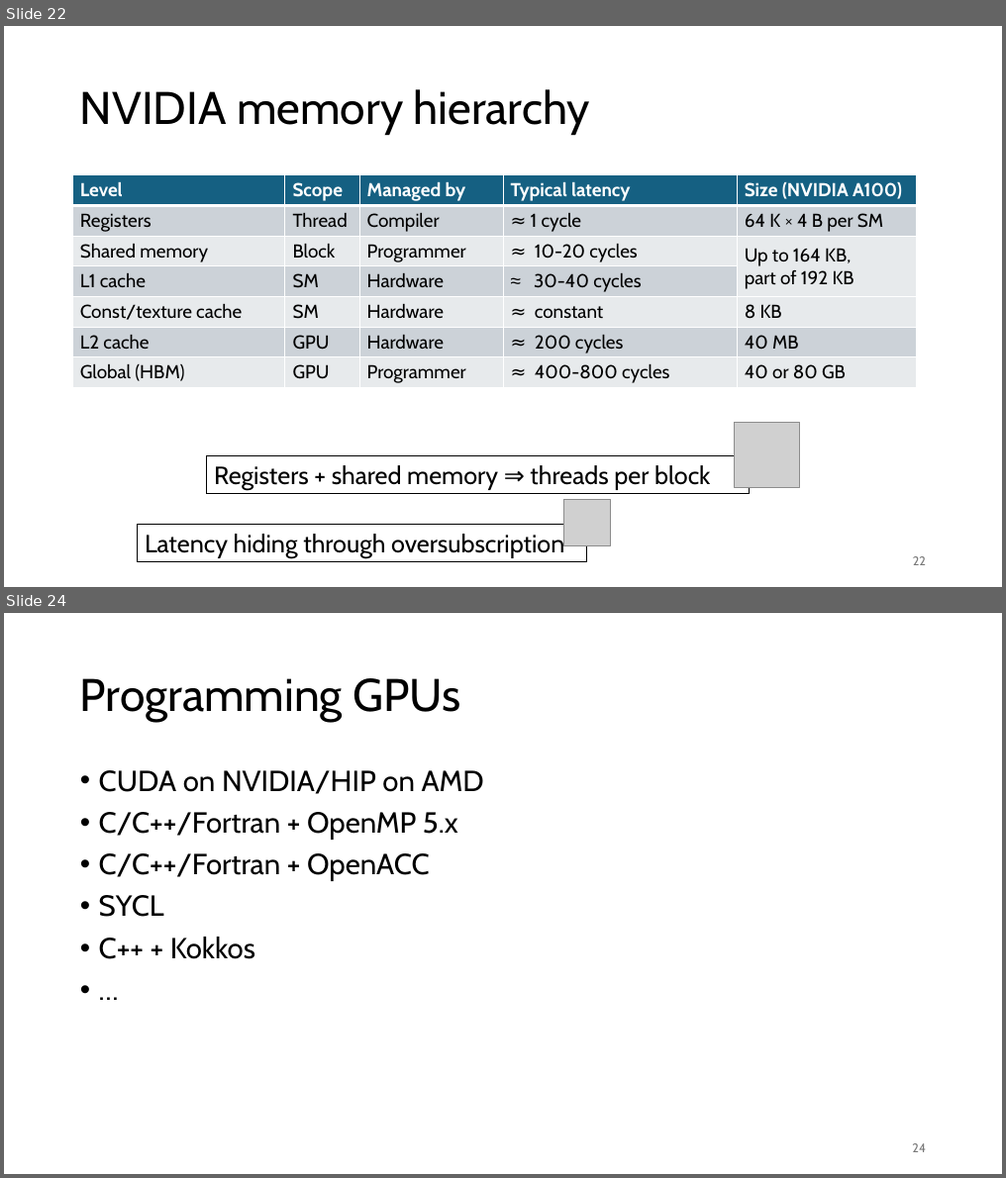
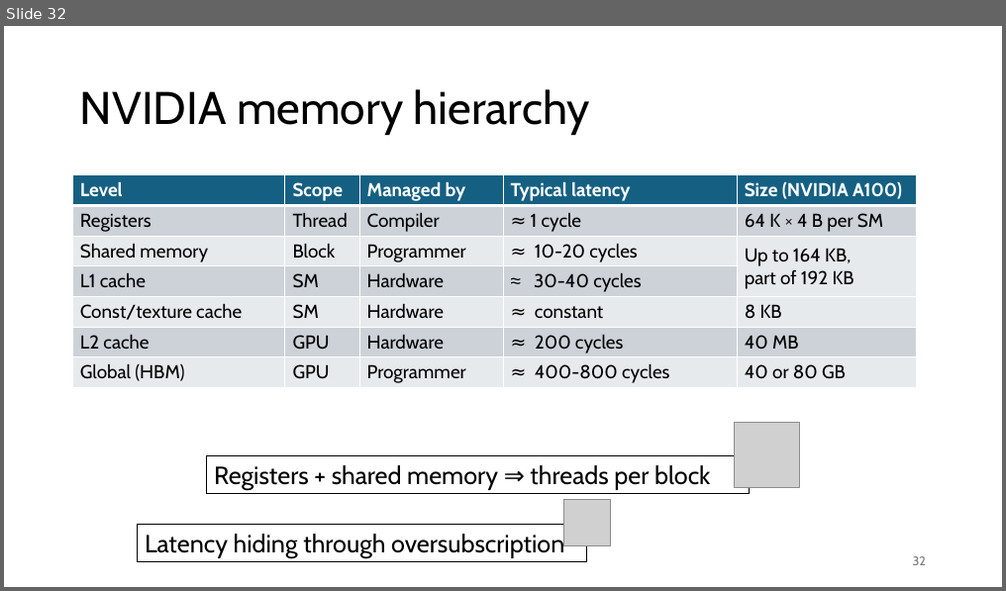
Before and after one commit to gjbex/GPU-programming, a slide deck: gpu_programming.pptx. Shown one above the other, each under a label of ours: slides 22 and 24 before the commit, slide 32 after it; the slides between them are not shown. The pictures are 1006x1178 and 1006x591 pixels, drawn with LibreOffice and Linux fonts; fonts in the diff are those of the drawing; grey boxes stand for pictures. Boxes give left, top, right and bottom in pixels: in the first picture for what was removed or moved away, otherwise in the second. Text is boxed around its words. In the diff, an @@ line names an element or a change of style, - is before the commit and + after.

Commit message:
Update programming model slide

```diff
--- a/gpu_programming.pptx
+++ b/gpu_programming.pptx
@@ slide 24 removed at <box>4,613,1002,1174</box>, background #FFFFFF @@
@@ title removed at <box>80,678,460,722</box> @@
-Programming GPUs
@@ text removed at <box>99,770,484,959</box> @@
-• CUDA on NVIDIA/HIP on AMD
-• C/C++/Fortran + OpenMP 5.x
-• C/C++/Fortran + OpenACC
-• SYCL
-• C++ + Kokkos
-• …
@@ page number removed at <box>912,1144,926,1153</box> @@
-24
@@ what was slide 22 is now slide 32 @@
@@ page number at <box>913,557,926,566</box>: text changed @@
-22
+32
```
Also in this commit, not shown: 3 slides changed, 1 slide added.
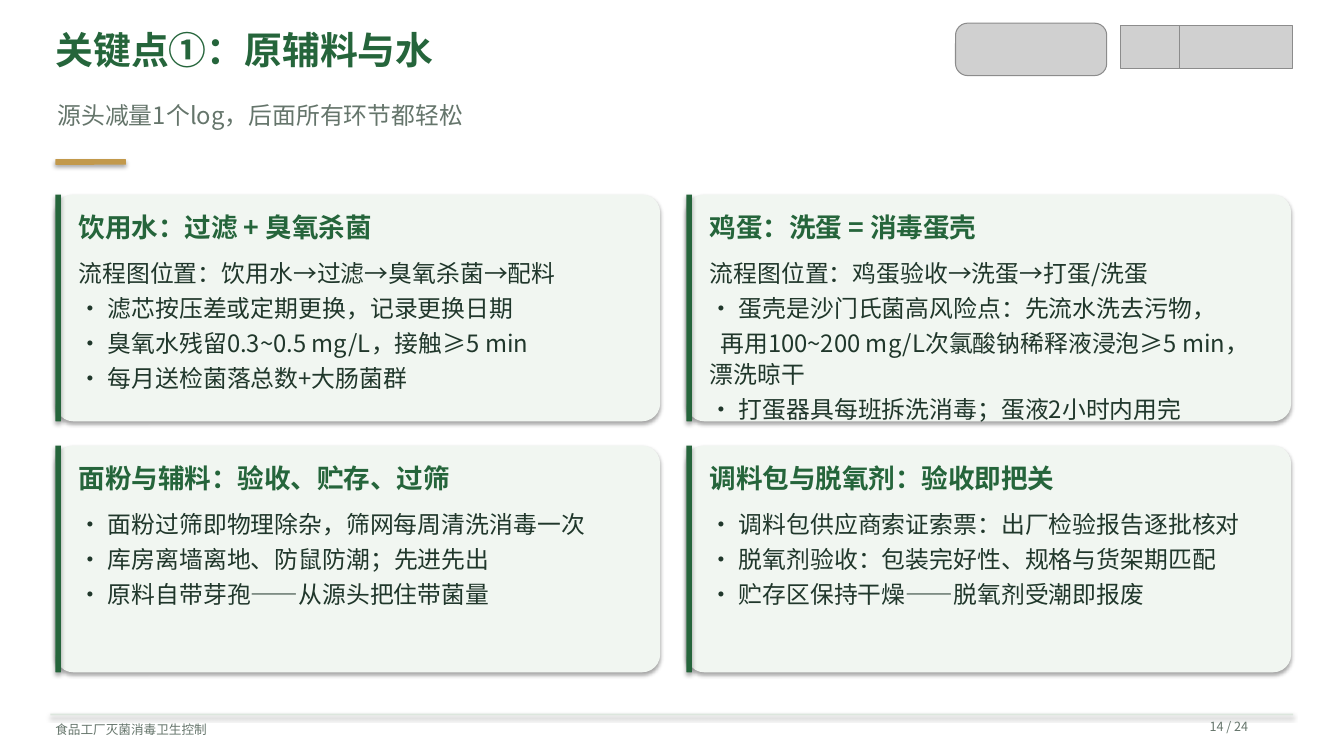
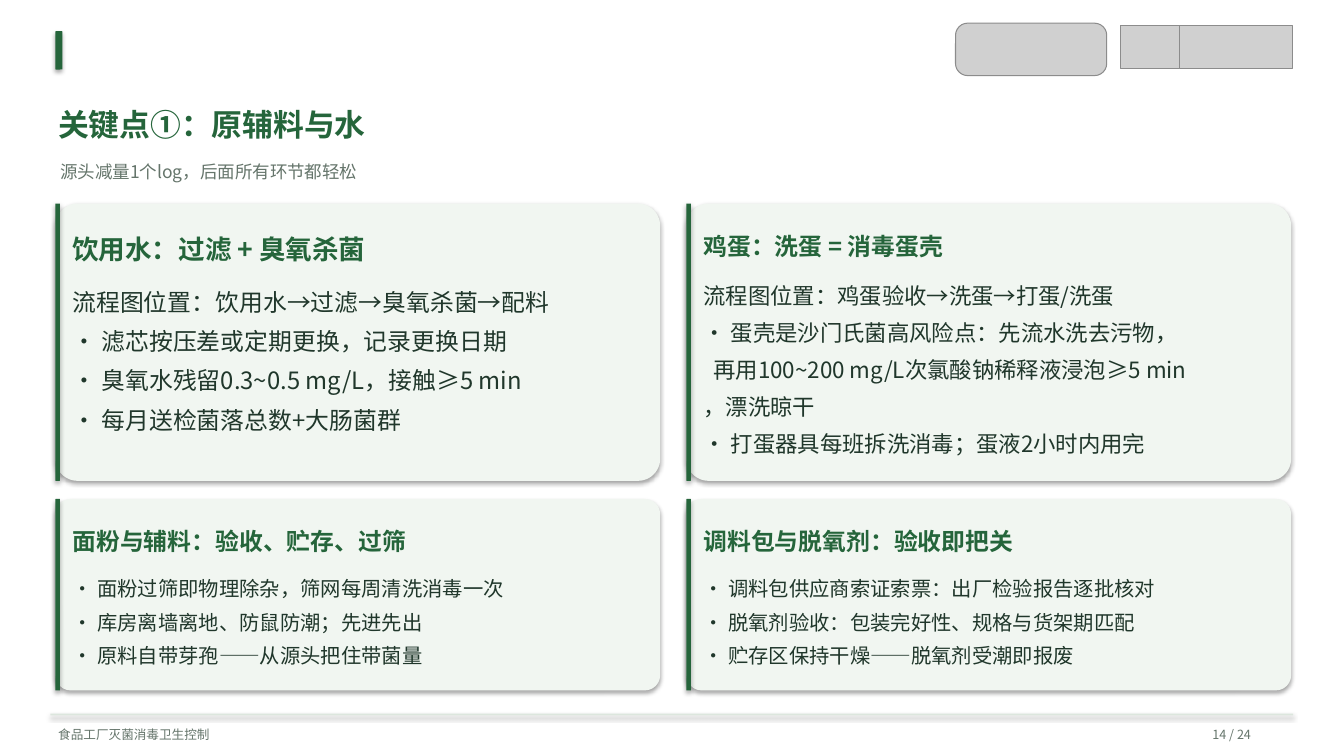
Before and after one commit to anton-z1127/zaadd, a slide deck: slide 14 of sterilization-training/presentation.pptx. Drawn at 1344x756 pixels with LibreOffice and Linux fonts; fonts in the diff are those of the drawing; grey boxes stand for pictures. Boxes give left, top, right and bottom in pixels: in the first picture for what was removed or moved away, otherwise in the second. Text is boxed around its words. In the diff, an @@ line names an element or a change of style, - is before the commit and + after.

Commit message:
Replan training slide layouts and verify rendered text bounds

```diff
--- a/sterilization-training/presentation.pptx
+++ b/sterilization-training/presentation.pptx
@@ rounded rectangle: place and size @@
-rounded rectangle at [55, 159, 126, 165]
+rounded rectangle at [55, 31, 63, 70]
@@ rounded rectangle at [55, 31, 63, 70]: fill #C2994B to #25653B @@
@@ text "关键点①：原辅料与水": place and size @@
-text "关键点①：原辅料与水" at [55, 32, 433, 68]
+text "关键点①：原辅料与水" at [58, 109, 365, 139]
@@ text "关键点①：原辅料与水" at [58, 109, 365, 139]: size 27 to 22 pt; line spacing 1 to 36.3pt; less space between paragraphs @@
@@ text "源头减量1个log，后面所有环节都轻松": place and size @@
-text "源头减量1个log，后面所有环节都轻松" at [57, 104, 463, 130]
+text "源头减量1个log，后面所有环节都轻松" at [60, 163, 357, 183]
@@ text "源头减量1个log，后面所有环节都轻松" at [60, 163, 357, 183]: size 17 to 12.5 pt; line spacing 1 to 20.6pt; less space between paragraphs @@
@@ rounded rectangle: place and size @@
-rounded rectangle at [55, 195, 660, 421]
+rounded rectangle at [55, 204, 660, 481]
@@ rounded rectangle: place and size @@
-rounded rectangle at [55, 195, 62, 421]
+rounded rectangle at [55, 204, 59, 481]
@@ rounded rectangle: place and size @@
-rounded rectangle at [687, 195, 1292, 421]
+rounded rectangle at [687, 204, 1292, 481]
@@ rounded rectangle: place and size @@
-rounded rectangle at [687, 195, 693, 421]
+rounded rectangle at [687, 204, 691, 481]
@@ text "饮用水：过滤 + 臭氧杀菌": place and size @@
-text "饮用水：过滤 + 臭氧杀菌" at [79, 214, 372, 240]
+text "饮用水：过滤 + 臭氧杀菌" at [72, 236, 365, 262]
@@ text "饮用水：过滤 + 臭氧杀菌" at [72, 236, 365, 262]: line spacing 1 to 31.4pt; less space between paragraphs @@
@@ text "鸡蛋：洗蛋 = 消毒蛋壳": place and size @@
-text "鸡蛋：洗蛋 = 消毒蛋壳" at [710, 214, 976, 240]
+text "鸡蛋：洗蛋 = 消毒蛋壳" at [703, 234, 943, 257]
@@ text "流程图位置：鸡蛋验收→洗蛋→打蛋/洗蛋": place and size @@
-text "流程图位置：鸡蛋验收→洗蛋→打蛋/洗蛋" at [710, 262, 1249, 424]
+text "流程图位置：鸡蛋验收→洗蛋→打蛋/洗蛋" at [703, 285, 1186, 456]
@@ text "流程图位置：饮用水→过滤→臭氧杀菌→配料": place and size @@
-text "流程图位置：饮用水→过滤→臭氧杀菌→配料" at [79, 262, 556, 389]
+text "流程图位置：饮用水→过滤→臭氧杀菌→配料" at [72, 291, 549, 431]
@@ text "流程图位置：饮用水→过滤→臭氧杀菌→配料" at [72, 291, 549, 431]: line spacing 1.08 to 28pt; less space between paragraphs @@
@@ text at [703, 285, 1178, 456]: size 17 to 16 pt in "流程图位置：鸡蛋验收→洗蛋→打蛋/洗蛋", "· 蛋壳是沙门氏菌高风险点：先流水洗去污物，", "· 打蛋器具每班拆洗消毒；蛋液2小时内用完"; line spacing 1.08 to 26.4pt; less space between paragraphs @@
@@ text at [703, 359, 1186, 417]: text changed; size 17 to 16 pt @@
-再用100~200 mg/L次氯酸钠稀释液浸泡≥5 min，漂洗晾干
+再用100~200 mg/L次氯酸钠稀释液浸泡≥5 min
+，漂洗晾干
@@ rounded rectangle: place and size @@
-rounded rectangle at [55, 446, 660, 673]
+rounded rectangle at [55, 499, 660, 691]
@@ rounded rectangle: place and size @@
-rounded rectangle at [55, 446, 62, 673]
+rounded rectangle at [55, 499, 59, 691]
@@ rounded rectangle: place and size @@
-rounded rectangle at [687, 446, 1292, 673]
+rounded rectangle at [687, 499, 1292, 691]
@@ rounded rectangle: place and size @@
-rounded rectangle at [687, 446, 693, 673]
+rounded rectangle at [687, 499, 691, 691]
@@ text "面粉与辅料：验收、贮存、过筛": place and size @@
-text "面粉与辅料：验收、贮存、过筛" at [79, 465, 450, 491]
+text "面粉与辅料：验收、贮存、过筛" at [72, 529, 406, 552]
@@ size 19 to 17 pt; line spacing 1 to 28pt; less space between paragraphs in 3 elements at [703, 234, 943, 257], [72, 529, 406, 552], [703, 529, 1013, 552] @@
@@ text "调料包与脱氧剂：验收即把关": place and size @@
-text "调料包与脱氧剂：验收即把关" at [710, 465, 1055, 491]
+text "调料包与脱氧剂：验收即把关" at [703, 529, 1013, 552]
@@ text "· 面粉过筛即物理除杂，筛网每周清洗消毒一次": place and size @@
-text "· 面粉过筛即物理除杂，筛网每周清洗消毒一次" at [108, 513, 585, 605]
+text "· 面粉过筛即物理除杂，筛网每周清洗消毒一次" at [97, 579, 504, 665]
@@ text "· 面粉过筛即物理除杂，筛网每周清洗消毒一次" at [97, 579, 504, 665]: size 17 to 14.5 pt; line spacing 1.08 to 23.9pt; less space between paragraphs @@
@@ text "· 调料包供应商索证索票：出厂检验报告逐批核对" at [728, 579, 1155, 665]: size 17 to 14.5 pt; line spacing 1.08 to 23.9pt; less space between paragraphs @@
@@ text "· 调料包供应商索证索票：出厂检验报告逐批核对": place and size @@
-text "· 调料包供应商索证索票：出厂检验报告逐批核对" at [739, 513, 1240, 605]
+text "· 调料包供应商索证索票：出厂检验报告逐批核对" at [728, 579, 1155, 665]
@@ text "食品工厂灭菌消毒卫生控制" at [58, 728, 209, 740]: line spacing 1 to 14.8pt; less space between paragraphs @@
@@ text "14 / 24" at [1212, 729, 1251, 739]: line spacing 1 to 14.8pt; less space between paragraphs @@
```
Also in this commit, not shown: 23 other slides changed, 5 other files.

__EXERCISE AIM__
Look through the entries above, find each line containing "L次氯酸钠稀释液浸泡", and copy it.

__EXERCISE OUTPUT__
-再用100~200 mg/L次氯酸钠稀释液浸泡≥5 min，漂洗晾干
+再用100~200 mg/L次氯酸钠稀释液浸泡≥5 min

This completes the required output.